Segment Open
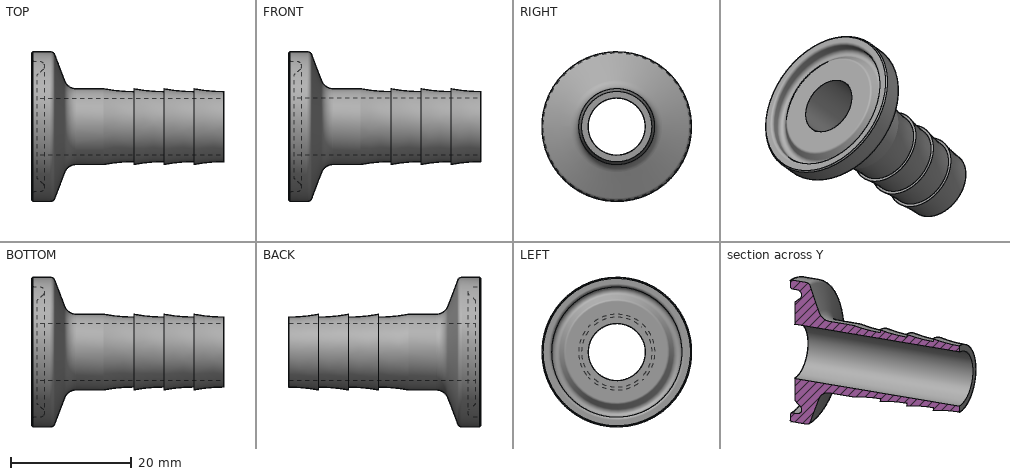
import cadquery as cq
import math

length = 32.0
flange_diameter = 25.0
flange_radius = flange_diameter / 2
tube_radius = 6.35
bore_radius = 4.75

face_chamfer = 0.22
rim_length = 3.1
rim_fillet = 0.8
neck_fillet = 2.0
neck_end = 7.4

face_recess = 0.85
lip_radius = 0.5
groove_radius = 0.77
inner_lip_radius = 8.4
groove_outer_radius = 10.85
groove_center_radius = groove_outer_radius - groove_radius

barb_start = 12.0
barb_count = 4
barb_root_radius = 5.85
barb_length = (length - barb_start) / barb_count


def arc_point(center, radius, degrees):
    """Point (x, r) on a circle, with the angle measured from +X towards +r."""
    angle = math.radians(degrees)
    return (center[0] + radius * math.cos(angle), center[1] + radius * math.sin(angle))


def add_arc(profile, center, radius, start, end):
    """Arc from the start angle, where the profile now stands, to the end angle."""
    middle = arc_point(center, radius, (start + end) / 2)
    return profile.threePointArc(middle, arc_point(center, radius, end))


def add_groove(profile):
    """Rounded groove: vertical outer wall, sloping inner wall, both lips rounded."""
    outer_lip = (lip_radius, groove_outer_radius + lip_radius)
    floor = (face_recess + lip_radius, groove_center_radius)
    inner_lip = (face_recess + lip_radius, inner_lip_radius)

    center_gap = groove_center_radius - inner_lip_radius
    slope = math.degrees(math.asin((groove_radius + lip_radius) / center_gap))

    profile = profile.lineTo(*arc_point(inner_lip, lip_radius, 180))
    profile = add_arc(profile, inner_lip, lip_radius, 180, 180 - slope)
    profile = profile.lineTo(*arc_point(floor, groove_radius, -slope))
    profile = add_arc(profile, floor, groove_radius, -slope, 90)
    profile = profile.lineTo(lip_radius, groove_outer_radius)
    return add_arc(profile, outer_lip, lip_radius, -90, -180)


def add_flange_back(profile):
    """Chamfered rim, then a cone blended into the rim and into the tube."""
    rim_center = (rim_length, flange_radius - rim_fillet)
    neck_center = (neck_end, tube_radius + neck_fillet)

    dx = neck_center[0] - rim_center[0]
    dr = neck_center[1] - rim_center[1]
    offset = math.acos((rim_fillet + neck_fillet) / math.hypot(dx, dr))
    normal = math.degrees(math.atan2(dr, dx) + offset)

    profile = profile.lineTo(0, flange_radius - face_chamfer)
    profile = profile.lineTo(face_chamfer, flange_radius)
    profile = profile.lineTo(rim_length, flange_radius)
    profile = add_arc(profile, rim_center, rim_fillet, 90, normal)
    profile = profile.lineTo(*arc_point(neck_center, neck_fillet, normal + 180))
    return add_arc(profile, neck_center, neck_fillet, normal + 180, 270)


def add_barbs(profile):
    """Each barb sweeps down in a hollow arc that ends parallel to the axis."""
    drop = tube_radius - barb_root_radius
    sweep_radius = (barb_length**2 + drop**2) / (2 * drop)
    sweep_angle = math.degrees(math.asin(barb_length / sweep_radius))
    for index in range(barb_count):
        start = barb_start + index * barb_length
        profile = profile.lineTo(start, tube_radius)
        center = (start + barb_length, barb_root_radius + sweep_radius)
        profile = add_arc(profile, center, sweep_radius, 270 - sweep_angle, 270)
    return profile


profile = cq.Workplane("XY").moveTo(face_recess, bore_radius)
profile = add_groove(profile)
profile = add_flange_back(profile)
profile = add_barbs(profile)
profile = profile.lineTo(length, bore_radius).close()

result = profile.revolve(360, (0, 0, 0), (1, 0, 0))
Segment Closed
Task instructions>
What lines in the data above carry "slope"? Return them all.

Completed exercise>
    slope = math.degrees(math.asin((groove_radius + lip_radius) / center_gap))
    profile = add_arc(profile, inner_lip, lip_radius, 180, 180 - slope)
    profile = profile.lineTo(*arc_point(floor, groove_radius, -slope))
    profile = add_arc(profile, floor, groove_radius, -slope, 90)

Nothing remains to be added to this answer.